Task directions
Gather the lines from the material that contain "added".

Supplied data
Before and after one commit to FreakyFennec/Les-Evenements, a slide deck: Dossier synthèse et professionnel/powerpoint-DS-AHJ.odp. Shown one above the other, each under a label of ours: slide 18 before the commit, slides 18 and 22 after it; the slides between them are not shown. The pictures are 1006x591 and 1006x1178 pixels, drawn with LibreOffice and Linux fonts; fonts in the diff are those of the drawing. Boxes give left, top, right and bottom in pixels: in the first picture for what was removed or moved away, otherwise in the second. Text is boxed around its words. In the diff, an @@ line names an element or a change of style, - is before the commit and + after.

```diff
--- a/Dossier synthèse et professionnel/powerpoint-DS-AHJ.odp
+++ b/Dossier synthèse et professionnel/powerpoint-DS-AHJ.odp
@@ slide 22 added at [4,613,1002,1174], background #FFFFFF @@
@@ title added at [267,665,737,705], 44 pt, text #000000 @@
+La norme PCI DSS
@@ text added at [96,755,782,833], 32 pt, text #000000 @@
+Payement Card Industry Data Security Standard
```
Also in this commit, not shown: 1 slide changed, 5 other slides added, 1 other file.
--
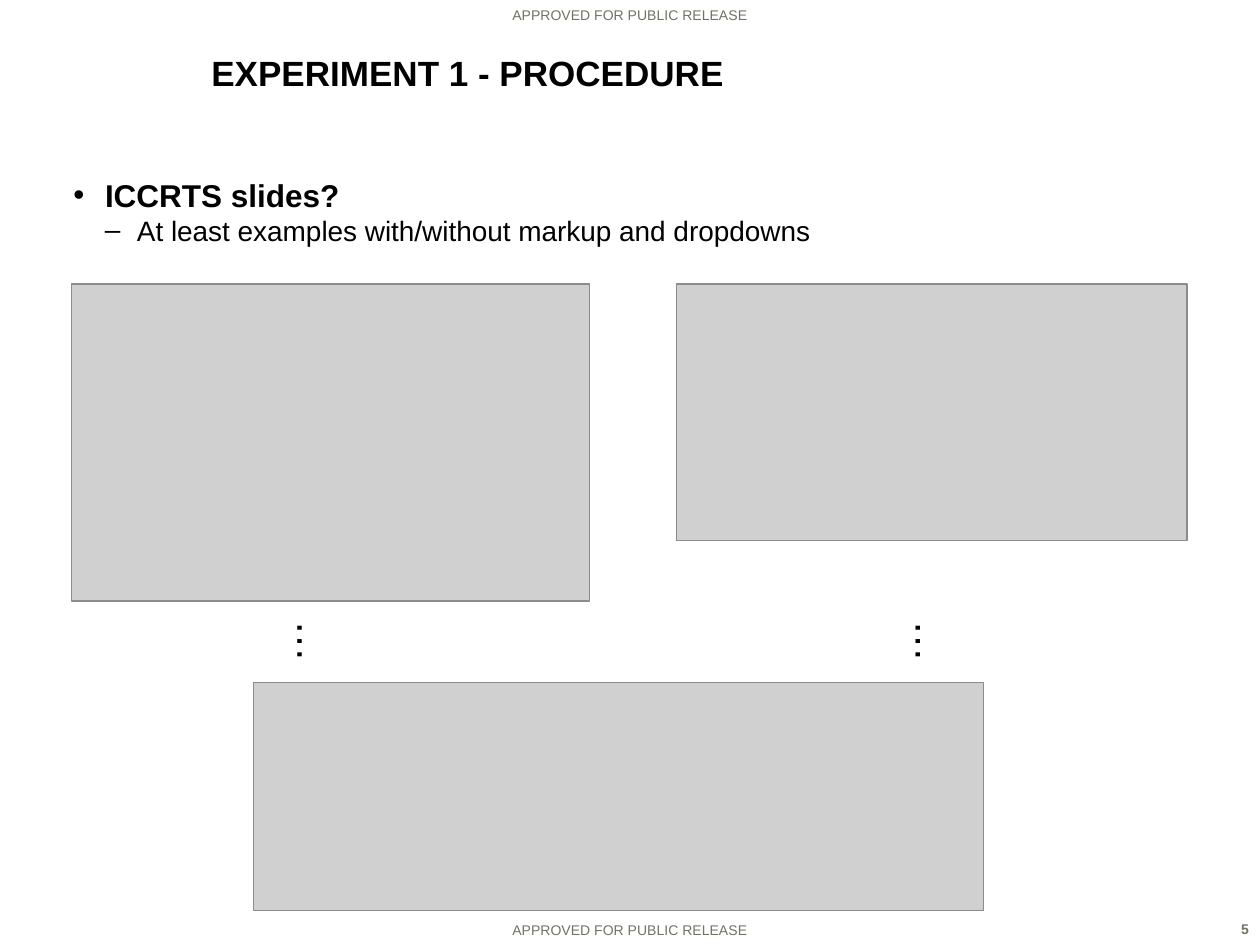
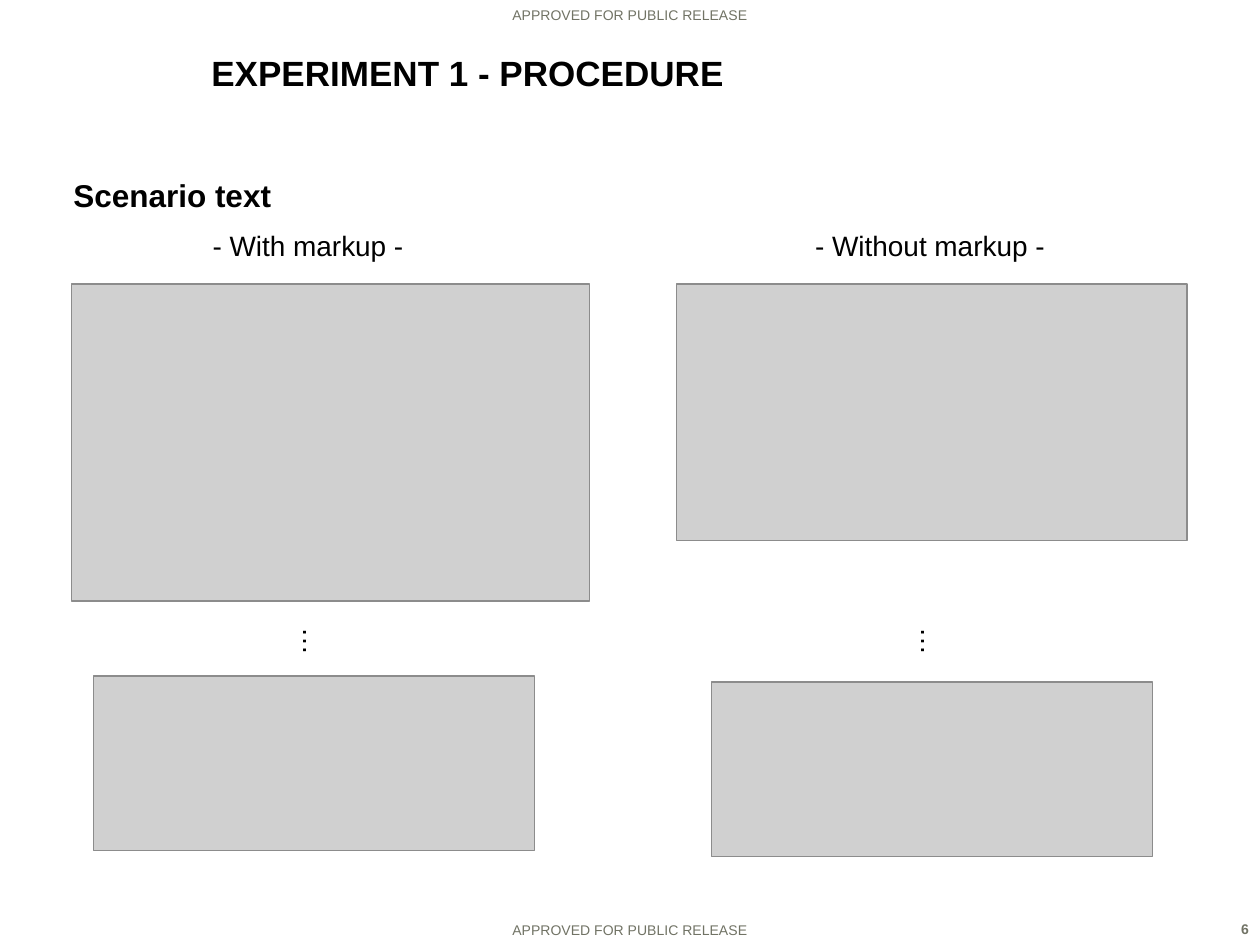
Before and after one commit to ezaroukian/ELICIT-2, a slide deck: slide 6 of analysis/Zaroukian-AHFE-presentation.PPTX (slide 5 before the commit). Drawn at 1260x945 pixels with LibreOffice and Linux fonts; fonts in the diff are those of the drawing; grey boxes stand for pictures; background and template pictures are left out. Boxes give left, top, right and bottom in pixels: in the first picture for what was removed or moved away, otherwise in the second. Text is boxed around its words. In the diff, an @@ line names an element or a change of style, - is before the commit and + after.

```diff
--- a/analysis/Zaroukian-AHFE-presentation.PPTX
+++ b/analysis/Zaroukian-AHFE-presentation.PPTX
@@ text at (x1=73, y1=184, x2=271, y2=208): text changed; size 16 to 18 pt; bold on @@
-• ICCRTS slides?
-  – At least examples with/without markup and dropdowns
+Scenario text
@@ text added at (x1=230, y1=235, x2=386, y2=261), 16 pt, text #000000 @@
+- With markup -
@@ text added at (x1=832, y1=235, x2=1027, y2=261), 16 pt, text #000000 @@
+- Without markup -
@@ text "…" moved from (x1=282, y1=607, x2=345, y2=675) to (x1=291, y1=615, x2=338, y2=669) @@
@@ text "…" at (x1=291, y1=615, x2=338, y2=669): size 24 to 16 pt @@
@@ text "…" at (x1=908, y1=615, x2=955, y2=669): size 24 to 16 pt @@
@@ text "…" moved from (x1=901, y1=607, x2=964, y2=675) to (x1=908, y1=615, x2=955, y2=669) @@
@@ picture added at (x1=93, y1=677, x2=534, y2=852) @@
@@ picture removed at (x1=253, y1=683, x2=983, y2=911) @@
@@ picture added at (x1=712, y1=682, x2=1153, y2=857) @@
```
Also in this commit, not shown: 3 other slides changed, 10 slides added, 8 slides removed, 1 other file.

Answer area
@@ slide 22 added at [4,613,1002,1174], background #FFFFFF @@
@@ title added at [267,665,737,705], 44 pt, text #000000 @@
@@ text added at [96,755,782,833], 32 pt, text #000000 @@
Also in this commit, not shown: 1 slide changed, 5 other slides added, 1 other file.
@@ text added at (x1=230, y1=235, x2=386, y2=261), 16 pt, text #000000 @@
@@ text added at (x1=832, y1=235, x2=1027, y2=261), 16 pt, text #000000 @@
@@ picture added at (x1=93, y1=677, x2=534, y2=852) @@
@@ picture added at (x1=712, y1=682, x2=1153, y2=857) @@
Also in this commit, not shown: 3 other slides changed, 10 slides added, 8 slides removed, 1 other file.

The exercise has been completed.